**EXERCISE INPUTS:**

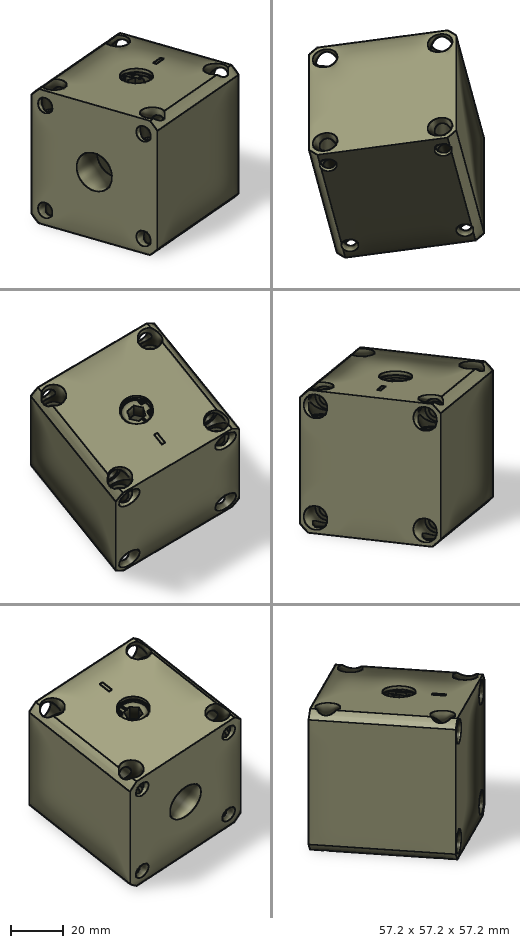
import cadquery as cq
import math

CUBE = 57.15
HALF = CUBE / 2
CORNER_RADIUS = 38.1

HOLE_SPACING = 44.6
HOLE_DIAMETER = 6.5
COUNTERBORE_DIAMETER = 9.55
COUNTERBORE_DEPTH = 12.7

BORE_DIAMETER = 16.0
PLUNGER_FACE_DEPTH = 14.3
PLUNGER_LENGTH = 14.3

SCREW_Y = 1.0
WELL_DIAMETER = 12.7
RING_RECESS = 1.5
RING_THICKNESS = 1.05
RING_OUTER_DIAMETER = 14.3
RING_INNER_DIAMETER = 11.8
SCREW_DIAMETER = 11.8
SCREW_LENGTH = 14.3

LUG_GAP = 4.1
LUG_INNER_X = 3.6
LUG_TOP = 5.05
LUG_FILLET = 0.45
LUG_HOLE_X = 4.6
LUG_HOLE_Y = 3.2
LUG_HOLE_DIAMETER = 1.25

HEX_ACROSS_FLATS = 6.25
HEX_DEPTH = 6.85
HEAD_TURN = 11.0
GROOVE_WIDTH = 0.8

MARK_WIDTH = 1.45
MARK_LENGTH = 5.25
MARK_Y = 16.5
MARK_DEPTH = 0.2

RING_TOP = HALF - RING_RECESS
RING_BOTTOM = RING_TOP - RING_THICKNESS
SCREW_BOTTOM = RING_BOTTOM - SCREW_LENGTH
PLUNGER_FACE_Y = PLUNGER_FACE_DEPTH - HALF
PLUNGER_BACK_Y = PLUNGER_FACE_Y + PLUNGER_LENGTH


def upright_cylinder(diameter, bottom, top, x=0.0, y=SCREW_Y):
    """Cylinder along Z between two heights."""
    return cq.Workplane("XY", origin=(x, y, bottom)).circle(diameter / 2).extrude(top - bottom)


def bore_cylinder(diameter, start, end, x=0.0, z=0.0):
    """Cylinder along Y between two Y positions."""
    return cq.Workplane("XZ", origin=(x, start, z)).circle(diameter / 2).extrude(start - end)


def make_housing():
    cube = cq.Workplane("XY").box(CUBE, CUBE, CUBE)
    body = cube.intersect(bore_cylinder(2 * CORNER_RADIUS, -HALF, HALF))
    offset = HOLE_SPACING / 2
    counterbore_floor = HALF - COUNTERBORE_DEPTH
    for x in (-offset, offset):
        for side_offset in (-offset, offset):
            body = body.cut(bore_cylinder(HOLE_DIAMETER, -HALF, HALF, x, side_offset))
            body = body.cut(bore_cylinder(COUNTERBORE_DIAMETER, counterbore_floor, HALF, x, side_offset))
            body = body.cut(upright_cylinder(HOLE_DIAMETER, -HALF, HALF, x, side_offset))
            body = body.cut(upright_cylinder(COUNTERBORE_DIAMETER, counterbore_floor, HALF, x, side_offset))
    body = body.cut(bore_cylinder(BORE_DIAMETER, -HALF, PLUNGER_BACK_Y))
    body = body.cut(upright_cylinder(WELL_DIAMETER, RING_TOP, HALF))
    body = body.cut(upright_cylinder(RING_OUTER_DIAMETER, RING_BOTTOM, RING_TOP))
    body = body.cut(upright_cylinder(SCREW_DIAMETER, SCREW_BOTTOM, RING_BOTTOM))
    mark = cq.Workplane("XY", origin=(0, MARK_Y, HALF - MARK_DEPTH)).rect(MARK_WIDTH, MARK_LENGTH)
    return body.cut(mark.extrude(MARK_DEPTH))


def make_retaining_ring():
    disc = upright_cylinder(RING_OUTER_DIAMETER, RING_BOTTOM, RING_TOP)
    ring = disc.cut(upright_cylinder(RING_INNER_DIAMETER, RING_BOTTOM, RING_TOP))
    lug_span = RING_OUTER_DIAMETER / 2 - LUG_INNER_X
    lugs = (
        cq.Workplane("XY", origin=(-LUG_INNER_X - lug_span / 2, SCREW_Y, RING_BOTTOM))
        .rect(lug_span, 2 * LUG_TOP)
        .extrude(RING_THICKNESS)
        .edges("|Z and >X")
        .fillet(LUG_FILLET)
        .intersect(disc)
    )
    gap = (
        cq.Workplane("XY", origin=(-RING_OUTER_DIAMETER / 2, SCREW_Y, RING_BOTTOM))
        .rect(RING_OUTER_DIAMETER, LUG_GAP)
        .extrude(RING_THICKNESS)
    )
    ring = ring.union(lugs).cut(gap)
    for side in (-1, 1):
        ring = ring.cut(
            upright_cylinder(
                LUG_HOLE_DIAMETER, RING_BOTTOM, RING_TOP, -LUG_HOLE_X, SCREW_Y + side * LUG_HOLE_Y
            )
        )
    return ring


def make_screw():
    screw = upright_cylinder(SCREW_DIAMETER, SCREW_BOTTOM, RING_BOTTOM)
    head = cq.Workplane("XY", origin=(0, SCREW_Y, RING_BOTTOM)).transformed(rotate=(0, 0, HEAD_TURN))
    hexagon = head.polygon(6, HEX_ACROSS_FLATS / math.cos(math.pi / 6)).extrude(-HEX_DEPTH)
    groove = head.transformed(rotate=(-90, 0, 0)).circle(GROOVE_WIDTH / 2).extrude(SCREW_DIAMETER)
    return screw.cut(hexagon).cut(groove)


def make_plunger():
    return bore_cylinder(BORE_DIAMETER, PLUNGER_FACE_Y, PLUNGER_BACK_Y)


housing = make_housing()
retaining_ring = make_retaining_ring()
screw = make_screw()
plunger = make_plunger()

result = cq.Compound.makeCompound([housing.val(), retaining_ring.val(), screw.val(), plunger.val()])

**TASK ITEM:**
Could the lines from the first entry through the line that contains "LUG_HOLE_DIAMETER = 1.25" be copied exactly, with all pictures left out?

**OUTPUT:**
import cadquery as cq
import math

CUBE = 57.15
HALF = CUBE / 2
CORNER_RADIUS = 38.1

HOLE_SPACING = 44.6
HOLE_DIAMETER = 6.5
COUNTERBORE_DIAMETER = 9.55
COUNTERBORE_DEPTH = 12.7

BORE_DIAMETER = 16.0
PLUNGER_FACE_DEPTH = 14.3
PLUNGER_LENGTH = 14.3

SCREW_Y = 1.0
WELL_DIAMETER = 12.7
RING_RECESS = 1.5
RING_THICKNESS = 1.05
RING_OUTER_DIAMETER = 14.3
RING_INNER_DIAMETER = 11.8
SCREW_DIAMETER = 11.8
SCREW_LENGTH = 14.3

LUG_GAP = 4.1
LUG_INNER_X = 3.6
LUG_TOP = 5.05
LUG_FILLET = 0.45
LUG_HOLE_X = 4.6
LUG_HOLE_Y = 3.2
LUG_HOLE_DIAMETER = 1.25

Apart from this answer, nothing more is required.